_Provided material:_
*****
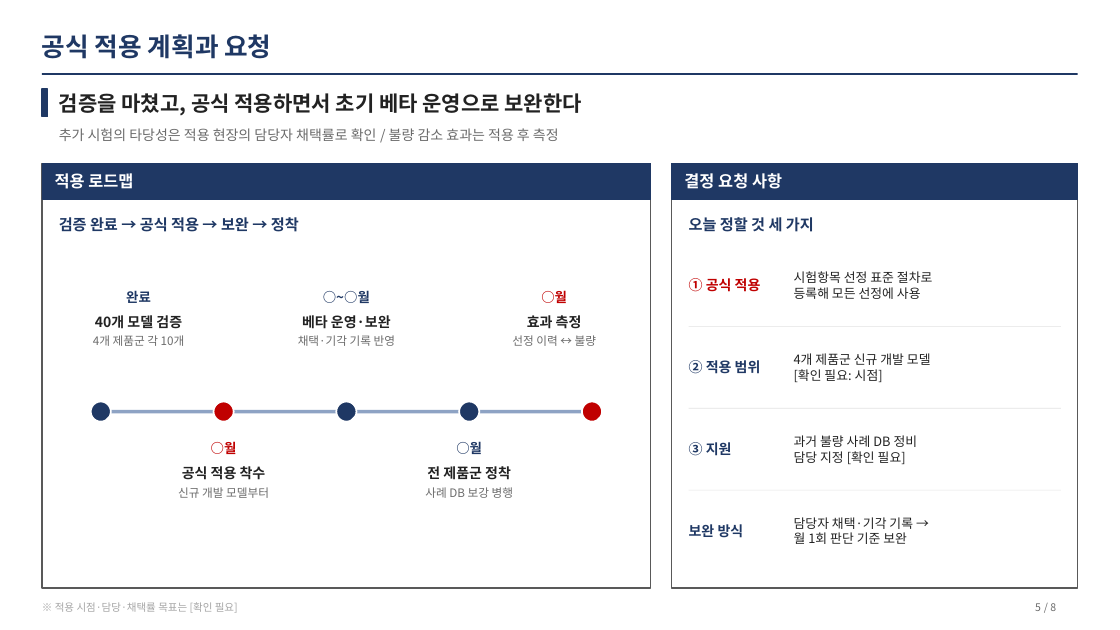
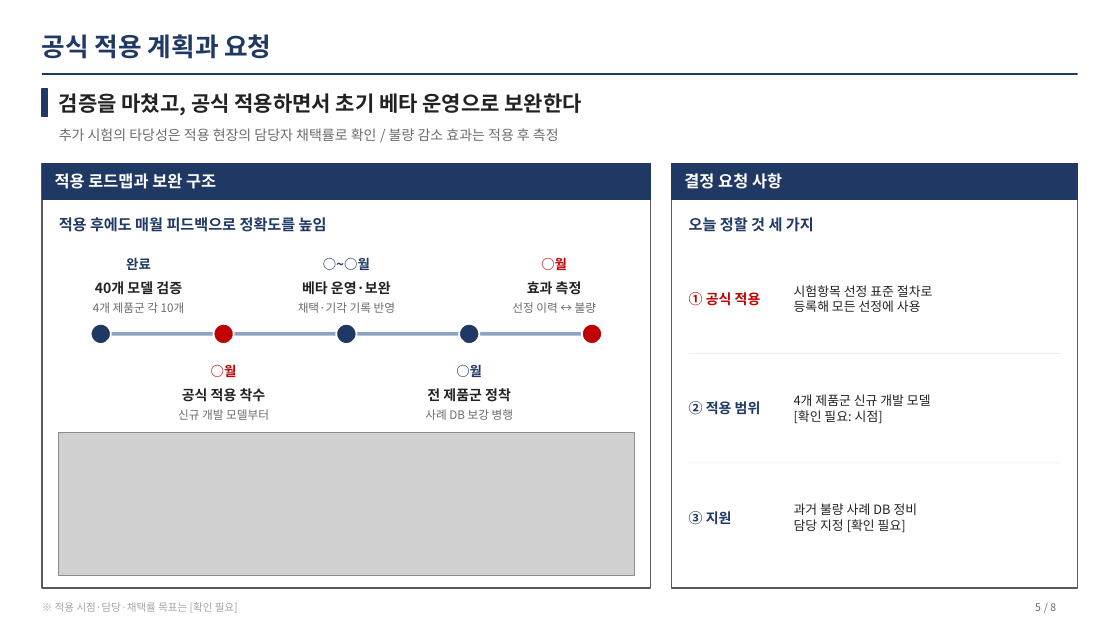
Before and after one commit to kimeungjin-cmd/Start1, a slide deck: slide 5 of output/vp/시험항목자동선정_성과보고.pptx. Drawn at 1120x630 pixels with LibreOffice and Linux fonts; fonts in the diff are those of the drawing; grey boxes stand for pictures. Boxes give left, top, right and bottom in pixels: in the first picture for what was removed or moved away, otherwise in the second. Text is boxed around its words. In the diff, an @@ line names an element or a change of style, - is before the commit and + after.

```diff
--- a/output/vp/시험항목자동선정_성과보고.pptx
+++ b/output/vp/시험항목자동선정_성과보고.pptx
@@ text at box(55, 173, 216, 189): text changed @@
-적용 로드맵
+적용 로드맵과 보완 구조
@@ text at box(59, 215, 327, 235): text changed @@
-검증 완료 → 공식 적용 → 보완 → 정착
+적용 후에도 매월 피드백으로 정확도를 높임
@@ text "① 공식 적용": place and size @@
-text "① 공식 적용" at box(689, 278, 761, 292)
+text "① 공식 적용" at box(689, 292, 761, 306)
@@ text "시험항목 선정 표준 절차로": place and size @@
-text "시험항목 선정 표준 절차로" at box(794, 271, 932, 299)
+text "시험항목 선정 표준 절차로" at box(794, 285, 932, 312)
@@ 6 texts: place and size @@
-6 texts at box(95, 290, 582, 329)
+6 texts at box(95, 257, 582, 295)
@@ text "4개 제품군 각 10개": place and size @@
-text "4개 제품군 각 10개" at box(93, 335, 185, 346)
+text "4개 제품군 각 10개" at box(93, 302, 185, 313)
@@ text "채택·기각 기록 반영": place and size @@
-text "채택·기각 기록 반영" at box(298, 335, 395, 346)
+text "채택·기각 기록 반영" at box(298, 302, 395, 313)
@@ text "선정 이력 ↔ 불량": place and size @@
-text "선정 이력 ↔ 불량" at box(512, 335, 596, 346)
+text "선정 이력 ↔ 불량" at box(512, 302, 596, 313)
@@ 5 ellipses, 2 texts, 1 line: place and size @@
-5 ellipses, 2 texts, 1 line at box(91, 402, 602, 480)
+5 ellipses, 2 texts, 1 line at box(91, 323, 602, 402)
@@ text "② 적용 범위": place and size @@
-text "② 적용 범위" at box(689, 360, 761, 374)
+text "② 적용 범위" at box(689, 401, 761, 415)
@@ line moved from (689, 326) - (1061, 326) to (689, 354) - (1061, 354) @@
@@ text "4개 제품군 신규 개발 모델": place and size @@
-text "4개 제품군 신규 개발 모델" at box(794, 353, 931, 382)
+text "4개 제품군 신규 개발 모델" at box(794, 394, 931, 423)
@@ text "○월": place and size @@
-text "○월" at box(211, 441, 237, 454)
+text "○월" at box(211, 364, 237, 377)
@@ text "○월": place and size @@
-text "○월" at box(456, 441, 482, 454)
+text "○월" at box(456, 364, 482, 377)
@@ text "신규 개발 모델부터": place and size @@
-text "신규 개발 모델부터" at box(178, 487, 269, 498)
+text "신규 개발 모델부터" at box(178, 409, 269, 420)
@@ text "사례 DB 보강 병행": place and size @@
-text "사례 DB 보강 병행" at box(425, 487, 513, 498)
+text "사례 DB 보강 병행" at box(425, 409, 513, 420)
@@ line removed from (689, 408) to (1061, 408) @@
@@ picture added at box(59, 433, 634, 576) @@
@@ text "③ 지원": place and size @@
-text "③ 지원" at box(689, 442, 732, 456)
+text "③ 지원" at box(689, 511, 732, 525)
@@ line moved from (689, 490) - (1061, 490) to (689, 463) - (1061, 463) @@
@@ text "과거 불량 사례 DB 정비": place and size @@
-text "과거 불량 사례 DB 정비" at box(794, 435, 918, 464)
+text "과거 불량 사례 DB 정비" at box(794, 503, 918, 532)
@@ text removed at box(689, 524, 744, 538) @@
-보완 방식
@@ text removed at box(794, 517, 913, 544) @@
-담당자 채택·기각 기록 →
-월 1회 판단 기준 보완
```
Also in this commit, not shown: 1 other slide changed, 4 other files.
*****
Give the number of lines in the material above that contain the word "removed", and add nothing.

4